* [ASSIGNMENT]: Leave every picture out and give back the lines below from the first through the line that holds "Game: Godot game, scene", exactly as written.

──────── LISTED ENTRIES

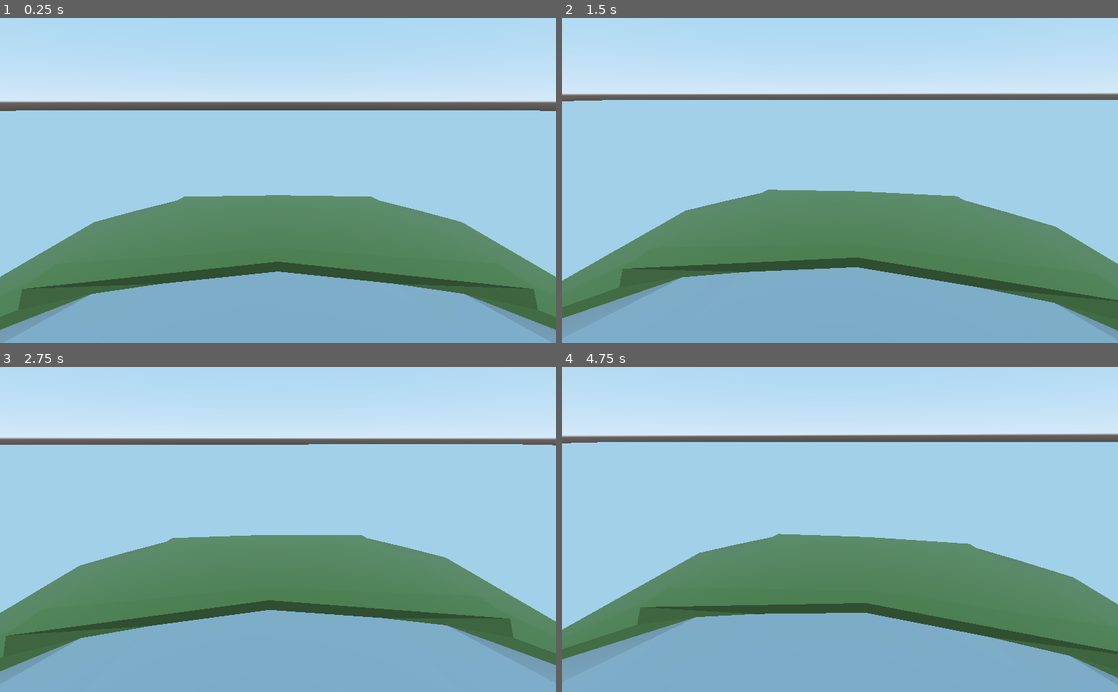
Above: before the commit, frames 1-4 (two rows, left to right).
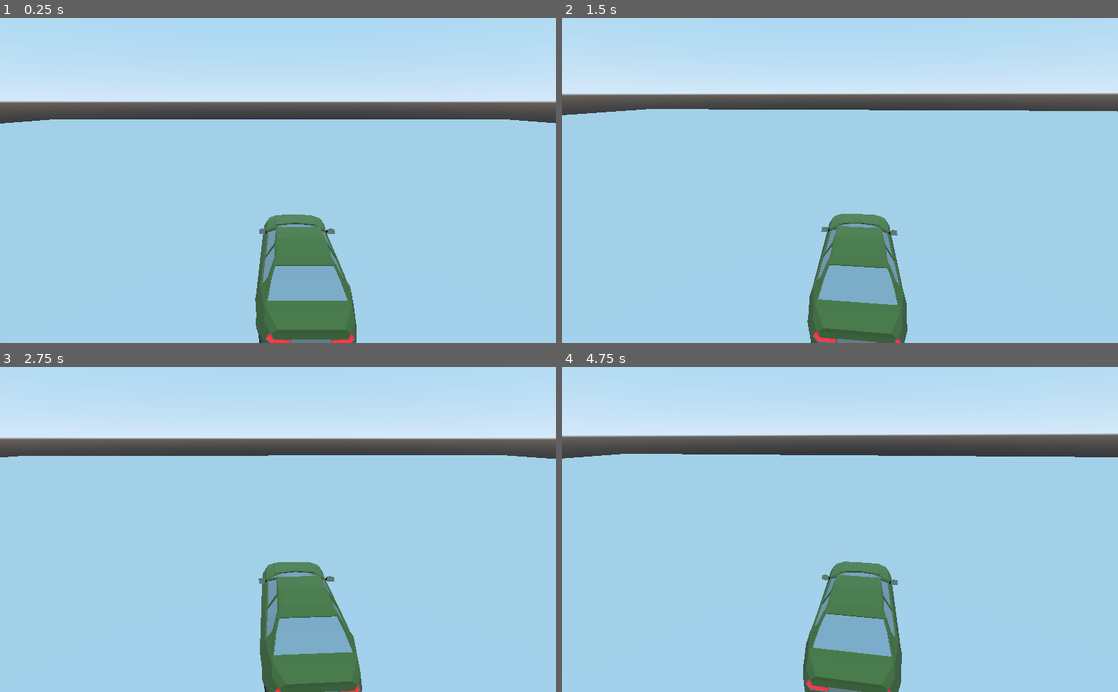
Above: after the commit, the same moments.

Repository: CycloPiStudio/Crazy-Car-2021
Game: Godot game, scene res://Ejecutable/Juego/Escenarios/Niveles/Nivel 1/TerrenoBasico.tscn
Two runs of this game, one before a commit and one after it. Both use one fixed random seed, a clock stepped at 60 frames per second and the inputs below.
Inputs (mouse positions are in pixels of both pictures, inside the frame that each line leads up to):
- Up to frame 1 (0.25 s): no input
- Up to frame 2 (1.5 s): move the mouse to (867, 180) at 0.52 s; hold Up (ui_up) from 0.53 s (still down); tap Space (ui_select) at 0.77 s; move the mouse to (812, 180) at 1.27 s
- Up to frame 3 (2.75 s): keep holding Up (ui_up); tap Space (ui_select) at 1.52 s; move the mouse to (289, 523) at 2.02 s
- Up to frame 4 (4.75 s): keep holding Up (ui_up); move the mouse to (834, 536) at 2.77 s; tap Space (ui_select) at 3.02, 3.77, 4.52 s; move the mouse to (878, 532) at 3.52 s; move the mouse to (795, 526) at 4.27 s

The runs differ from the first frame. In frame 1, 39% of the frame differs, in the area x 0-100%, y 28-100%; in frame 2, 40%; in frame 3, 42%; in frame 4, 42%, in the area x 0-100%, y 23-100%.

Commit message:
cambio camara de sitio pa que se vea el coche

Diff:
--- a/Main/Ejecutable/Juego/Personajes/assets_3d_car_customizable/scripts/car.gd
+++ b/Main/Ejecutable/Juego/Personajes/assets_3d_car_customizable/scripts/car.gd
@@ -35,7 +35,8 @@
 	if(use_camera):
 		cameraOrbit = Spatial.new()
 		var aCameraNode : Camera = Camera.new()
-		aCameraNode.translate(Vector3(0, 0, 0))
+		# el translate estaba a 0,0,0, pruebo a cambiarlo
+		aCameraNode.translate(Vector3(0.5, 1, -6))
 		aCameraNode.rotation_degrees.y = 180
 		# You can change the camera position here
 		# It is currently placed on the hood

────────────────

* [EXERCISE OUTPUT]:
Above: before the commit, frames 1-4 (two rows, left to right).
Above: after the commit, the same moments.

Repository: CycloPiStudio/Crazy-Car-2021
Game: Godot game, scene res://Ejecutable/Juego/Escenarios/Niveles/Nivel 1/TerrenoBasico.tscn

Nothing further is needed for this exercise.